Case study: `mapply()` vs `pmap()`

library(purrr)

It’s useful to compare mapply() to purrr::pmap(). They both are an attempt to solve a similar problem, extending lapply()/map() to handle iterating over any number of arguments.

args(mapply)
#> function (FUN, ..., MoreArgs = NULL, SIMPLIFY = TRUE, USE.NAMES = TRUE) 
#> NULL
args(pmap)
#> function (.l, .f, ..., .progress = FALSE) 
#> NULL

x <- c("apple", "banana", "cherry")
pattern <- c("p", "n", "h")
replacement <- c("x", "f", "q")

mapply(gsub, pattern, replacement, x)
#>        p        n        h 
#>  "axxle" "bafafa" "cqerry"

mapply(gsub, pattern, replacement, x)
#>        p        n        h 
#>  "axxle" "bafafa" "cqerry"
purrr::pmap_chr(list(pattern, replacement, x), gsub)
#> [1] "axxle"  "bafafa" "cqerry"

Here we’ll ignore simplify = TRUE which makes mapply() type-unstable by default. I’ll also ignore USE.NAMES = TRUE which isn’t just about using names, but about using character vector input as names for output. I think it’s reused from lapply() without too much thought as it’s only the names of the first argument that matter.

mapply(toupper, letters[1:3])
#>   a   b   c 
#> "A" "B" "C"
mapply(toupper, letters[1:3], USE.NAMES = FALSE)
#> [1] "A" "B" "C"
mapply(toupper, setNames(letters[1:3], c("X", "Y", "Z")))
#>   X   Y   Z 
#> "A" "B" "C"

pmap_chr(list(letters[1:3]), toupper)
#> [1] "A" "B" "C"

mapply() takes the function to apply as the first argument, followed by an arbitrary number of arguments to pass to the function. This makes it different to the other apply() functions (including lapply(), sapply() and tapply()), which take the data as the first argument. mapply() could take ... as the first arguments, but that would force FUN to always be named, which would also make it inconsistent with the other apply() functions.

pmap() avoids this problem by taking a list of vectors, rather than individual vectors in .... This allows pmap() to use ... for another purpose, instead of the MoreArg argument (a list), pmap() passes ... on to .f.

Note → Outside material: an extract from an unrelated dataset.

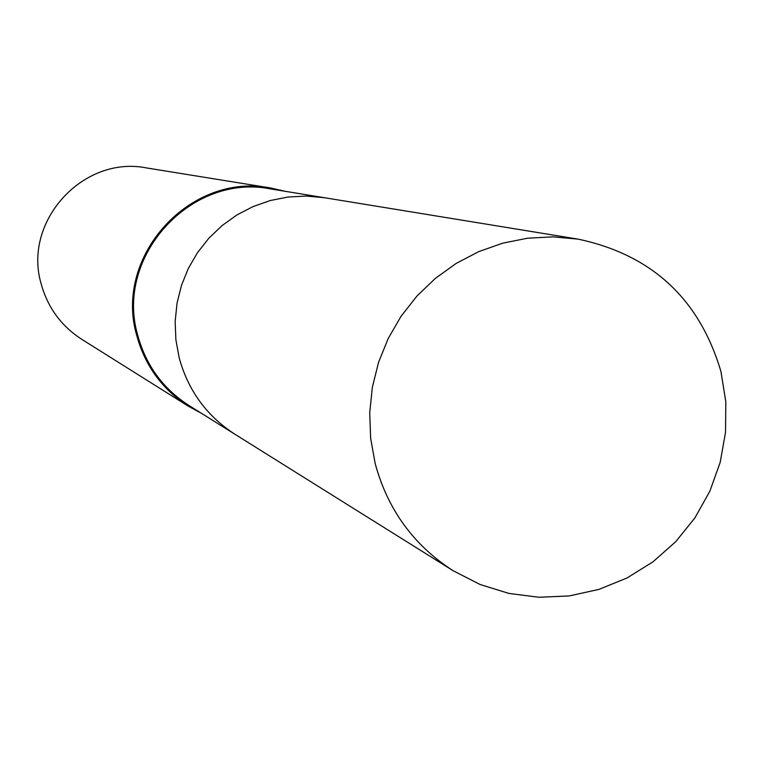 <?xml version="1.0" encoding="UTF-8"?>
<svg xmlns="http://www.w3.org/2000/svg" width="764" height="764" viewBox="0 0 764 764"><rect width="100%" height="100%" fill="white"/><g stroke="black" fill="none" stroke-linecap="round" stroke-linejoin="round"><path stroke-width="1.15" d="M578.033 239.122L324.308 197.695L306.24 196.061L288.104 197.017L270.275 200.531L253.085 206.566L236.907 214.97L222.057 225.6L208.839 238.234L197.513 252.617L188.326 268.46L181.46 285.44L177.038 303.212L175.166 321.424L175.873 339.693L179.148 357.676L175.873 339.693L175.166 321.424L177.038 303.212L181.46 285.44L188.326 268.46L197.513 252.617L208.839 238.234L222.057 225.6L236.907 214.97L253.085 206.566L270.275 200.531L288.104 197.017L306.24 196.061L324.308 197.695L270.666 188.937C190.799 172.884 114.524 256.685 137.74 335.31C145.934 365.345 163.038 388.761 189.042 405.55L453.081 570.698L480.059 584.489L508.986 593.437L539.021 597.276L569.285 595.92L598.919 589.407L627.072 577.947L652.933 561.865L675.777 541.638L694.944 517.839L709.88 491.156L720.185 462.354L725.542 432.243L725.8 401.702L720.958 371.591C699.442 298.896 651.797 254.737 578.033 239.122L552.869 236.85L527.59 238.206L502.712 243.172L478.732 251.633L456.137 263.446L435.384 278.363L416.905 296.098L401.071 316.267L388.207 338.49L378.572 362.308L372.364 387.224L369.709 412.751L370.655 438.355L375.181 463.519C387.596 509.454 413.563 545.171 453.081 570.698M285.134 191.306L270.523 187.973C190.093 171.938 113.378 256.341 136.756 335.511C144.998 365.698 162.178 389.258 188.288 406.19L201.467 413.324M270.523 187.973L146.325 167.899C82.961 155.283 22.691 221.512 41.122 283.711C47.626 307.443 61.158 325.97 81.738 339.302L188.288 406.19M179.148 357.676C188.087 390.48 206.748 416.046 235.121 434.372C206.748 416.046 188.087 390.48 179.148 357.676"/></g></svg>

mapply(gsub, pattern, replacement, x, fixed = TRUE)
#>        p        n        h 
#>  "axxle" "bafafa" "cqerry"
purrr::pmap_chr(list(pattern, replacement, x), gsub, fixed = TRUE)
#> [1] "axxle"  "bafafa" "cqerry"

There’s a subtle difference here that doesn’t matter in most cases - in the mapply() fixed is recycled to the same length as pattern whereas it is not pmap(). TODO: figure out example where that’s more clear.

(Also note that pmap() uses the . prefix to avoid the problem described in Chapter Chapter 24.)